The paper presents GR4AD (Generative Recommendation ADvertising), a production-oriented generative recommendation system deployed at Kuaishou. It introduces a co-designed architecture featuring Unified Advertisement Semantic IDs (UA-SID) and a Lazy Autoregressive (LazyAR) decoder, achieving a 4.2% ad revenue increase and 100ms real-time serving latency for 400 million users.
TL;DR
Kuaishou has successfully transitioned its massive advertising stack from traditional DLRMs to a generative paradigm. GR4AD introduces a "recommendation-native" generative design that moves past simple "next-token prediction." By leveraging UA-SID for multi-modal ad representation, a LazyAR decoder for high-throughput inference, and RSPO for value-aware reinforcement learning, the system achieved a 4.2% revenue increase and 10.17% CVR boost while maintaining sub-100ms latency for 400 million users.
Problem & Motivation: The "LLM Gap" in Advertising
While Generative Recommendation (GenRec) is the new frontier, the industry has struggled to deploy it in real-time advertising. Standard LLM recipes fail here for three reasons:
- Semantic Collision: Ads are more than just "text." Identical videos might target different conversion goals (e.g., "purchase" vs. "app install"), creating collisions in standard semantic ID spaces.
- Point-wise vs. List-wise: LLMs learn to predict the next token, but ad platforms need to optimize the eCPM of a ranked list.
- The Inference Tax: Autoregressive decoding is notoriously slow. Serving hundreds of candidates per request under a 100ms budget is a nightmare for standard Transformer decoders.
Methodology: The Core Innovations
1. UA-SID: Beyond Basic Embeddings
To solve the tokenization problem, GR4AD uses Unified Advertisement Semantic IDs. They fine-tune a Multi-modal LLM (MLLM) on ad-specific instructions and use Co-occurrence Learning to inject collaborative filtering signals into the IDs.
To reduce collisions, they use Multi-Granularity-Multi-Resolution (MGMR) RQ-Kmeans. This allows earlier levels of the ID to capture high-level semantics while final levels use hash-based numeric mapping for business-specific signals.

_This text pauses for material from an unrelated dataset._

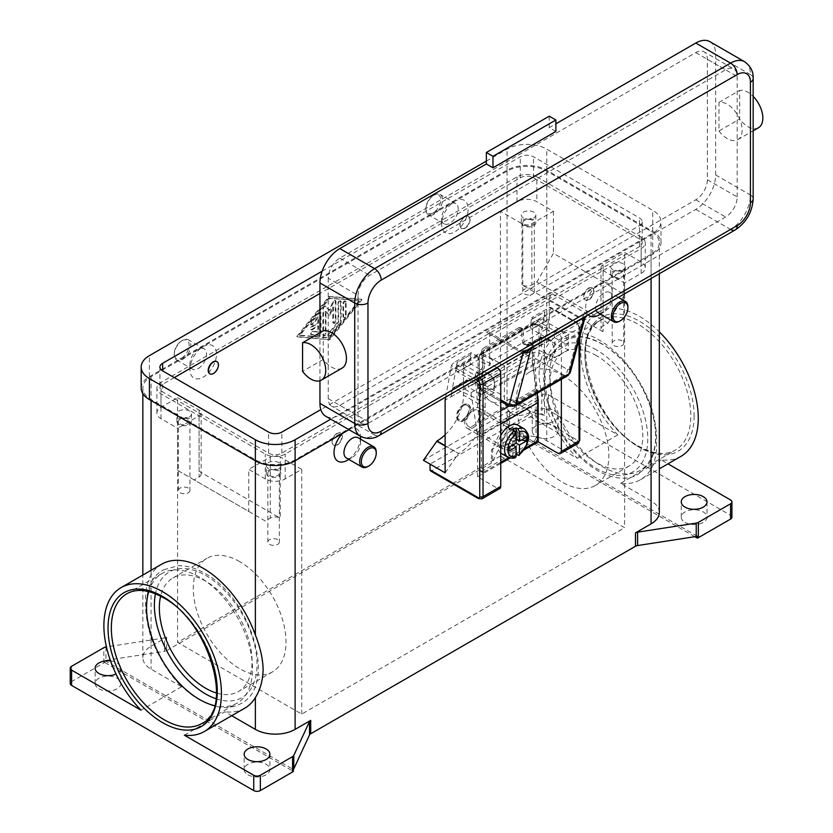 <?xml version="1.0" encoding="UTF-8"?>
<svg xmlns="http://www.w3.org/2000/svg" width="833" height="833" viewBox="0 0 833 833"><rect width="100%" height="100%" fill="white"/><g stroke="black" fill="none" stroke-linecap="round" stroke-linejoin="round"><path stroke-width="0.62" stroke-dasharray="4.17 3.12" d="M148.743 591.586A74.928 43.264 60 0 1 162.071 573.427A74.928 43.264 60 0 1 199.535 577.134A74.928 43.264 60 0 1 252.514 668.899A74.928 43.264 60 0 1 236.999 703.198A74.928 43.264 60 0 1 214.602 705.666M184.332 735.195L224.889 711.778L231.709 715.714M244.787 708.165A83.123 47.991 60 0 1 224.889 711.778M166.662 637.214L166.662 650.594A4.686 2.707 180 0 1 165.694 651.031A4.686 2.707 180 0 1 164.57 651.302L164.57 637.911A4.686 2.707 0 0 0 165.694 637.641A4.686 2.707 0 0 0 166.662 637.214L151.075 646.221A28.093 16.223 0 0 0 142.839 657.685A28.093 16.223 0 0 0 151.075 669.159L181.563 686.756A83.123 47.991 60 0 1 151.075 637.37C147.108 624.531 145.286 612.609 145.588 601.593C145.286 590.92 147.108 581.986 151.075 574.77A83.123 47.991 60 0 1 161.664 564.191M105.926 646.991L105.926 660.371A4.686 2.707 0 0 0 104.833 660.631L104.833 662.537A4.686 2.707 0 0 0 104.791 662.547A4.686 2.707 0 0 0 103.823 662.985L71.596 681.581A4.686 2.707 0 0 0 70.232 683.497M181.563 686.756L140.996 710.185M164.57 637.911L106.437 646.908M110.55 660.913A12.88 7.435 180 0 1 117.13 662.943A12.88 7.435 180 0 1 120.9 668.201A12.88 7.435 180 0 1 116.047 674.022M98.919 688.756A12.88 7.435 0 0 0 112.955 690.37A12.88 7.435 0 0 0 120.9 683.497A12.88 7.435 0 0 0 117.13 678.239A12.88 7.435 0 0 0 103.094 676.625A12.88 7.435 0 0 0 95.149 683.497A12.88 7.435 0 0 0 98.919 688.756M342.665 433.316A18.732 10.819 -60 0 1 347.267 429.703L295.111 459.816A28.093 16.223 180 0 1 255.377 459.816L151.075 399.59A28.093 16.223 180 0 1 142.839 388.126A28.093 16.223 180 0 1 151.075 376.651L203.231 346.538A18.732 10.819 120 0 0 203.221 346.538A18.732 10.819 120 0 0 189.976 369.488A18.732 10.819 120 0 0 203.231 377.13A18.732 10.819 120 0 0 216.476 354.192A18.732 10.819 120 0 0 203.231 346.538L454.891 201.242A18.732 10.819 120 0 0 441.646 224.192A18.732 10.819 120 0 0 454.891 231.834A18.732 10.819 120 0 0 468.136 208.896A18.732 10.819 120 0 0 454.891 201.242L507.047 171.14A28.093 16.223 180 0 1 546.781 171.14L651.083 231.355A28.093 16.223 180 0 1 659.32 242.83A28.093 16.223 180 0 1 651.083 254.294L598.927 284.407A18.732 10.819 -60 0 1 612.182 292.06A18.732 10.819 -60 0 1 598.927 314.999M617.826 434.878L577.269 458.306L546.781 440.699A28.093 16.223 0 0 0 507.047 440.699L491.449 449.705A4.686 2.707 0 0 0 492.188 449.143A4.686 2.707 0 0 0 492.657 448.487L508.369 414.636A4.686 2.707 180 0 1 508.838 413.98A4.686 2.707 180 0 1 509.588 413.428L541.814 394.821A4.686 2.707 180 0 1 545.126 394.03A4.686 2.707 180 0 1 548.437 394.821L617.826 434.878A83.123 47.991 60 0 1 580.716 350.37A83.123 47.991 60 0 1 597.938 312.313A83.123 47.991 60 0 1 659.32 331.846M166.662 650.594L491.449 463.086L491.449 449.705M329.056 339.375L361.345 299.224L329.056 296.361L296.767 336.501L329.722 339.76L297.433 336.886L329.722 296.735L362.001 299.609L329.722 339.76M198.254 368.53A11.704 6.758 120 0 0 205.907 358.211A11.704 6.758 120 0 0 204.116 348.829A11.704 6.758 120 0 0 198.254 349.412L198.254 349.412A11.704 6.758 120 0 0 189.976 363.75A11.704 6.758 120 0 0 192.402 369.102A11.704 6.758 120 0 0 198.254 368.53M182.531 359.45A11.704 6.758 120 0 0 190.174 349.131A11.704 6.758 120 0 0 188.383 339.749A11.704 6.758 120 0 0 182.531 340.333L182.531 340.333A11.704 6.758 120 0 0 174.253 354.671A11.704 6.758 120 0 0 176.679 360.023A11.704 6.758 120 0 0 182.531 359.45M181.698 358.013A10.537 6.081 120 0 0 189.153 345.112A10.537 6.081 120 0 0 181.698 340.801L181.698 340.801A10.537 6.081 120 0 0 174.253 353.713A10.537 6.081 120 0 0 181.698 358.013M454.891 201.242L449.924 204.116A11.704 6.758 -60 0 1 455.776 203.533A11.704 6.758 -60 0 1 457.567 212.915A11.704 6.758 -60 0 1 449.924 223.234A11.704 6.758 -60 0 1 444.072 223.806A11.704 6.758 -60 0 1 441.646 218.454A11.704 6.758 -60 0 1 449.924 204.116L454.891 201.242M434.191 195.037A11.704 6.758 -60 0 1 440.043 194.453A11.704 6.758 -60 0 1 441.844 203.835A11.704 6.758 -60 0 1 434.191 214.154A11.704 6.758 -60 0 1 428.339 214.727A11.704 6.758 -60 0 1 425.913 209.375A11.704 6.758 -60 0 1 434.191 195.037L433.368 195.505A10.537 6.081 -60 0 1 440.813 199.816A10.537 6.081 -60 0 1 433.368 212.717A10.537 6.081 -60 0 1 425.913 208.417A10.537 6.081 -60 0 1 433.368 195.505L434.191 195.037M509.588 413.428L509.588 428.714A4.686 2.707 0 0 0 508.838 429.276A4.686 2.707 0 0 0 508.817 429.297L508.817 427.391A4.686 2.707 0 0 0 508.369 428.016L492.657 461.878A4.686 2.707 180 0 1 492.188 462.523A4.686 2.707 180 0 1 491.449 463.086M247.932 774.784A12.88 7.435 0 0 0 261.968 776.398A12.88 7.435 0 0 0 269.913 769.525A12.88 7.435 0 0 0 266.144 764.267A12.88 7.435 0 0 0 252.107 762.664A12.88 7.435 0 0 0 244.152 769.525A12.88 7.435 0 0 0 247.932 774.784M104.833 660.631L293.341 769.463M105.926 660.371L164.57 651.302M697.325 536.223L508.817 427.391M104.833 662.537L293.341 771.368M731.926 517.168A4.686 2.707 0 0 0 730.562 515.263L548.437 410.117A4.686 2.707 0 0 0 545.126 409.315A4.686 2.707 0 0 0 541.814 410.117L541.814 394.821M694.837 536.691L508.817 429.297M509.588 428.714L541.814 410.117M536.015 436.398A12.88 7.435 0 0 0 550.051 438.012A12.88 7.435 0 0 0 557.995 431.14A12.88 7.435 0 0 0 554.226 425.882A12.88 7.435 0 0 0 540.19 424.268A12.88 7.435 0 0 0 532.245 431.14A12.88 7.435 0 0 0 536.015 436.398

2. LazyAR: Engineering the Latency Breakthrough
The "Aha!" moment in this paper is the LazyAR (Lazy Autoregressive) Decoder. The authors noticed that the first token of a Semantic ID carries the most weight, but later tokens are cheaper to compute if you relax the rules.
Instead of full autoregression, LazyAR computes the first layers in parallel (shared across all beams) and only does the final layers autoregressively. This effectively doubles the inference throughput (QPS) without hurting recommendation quality.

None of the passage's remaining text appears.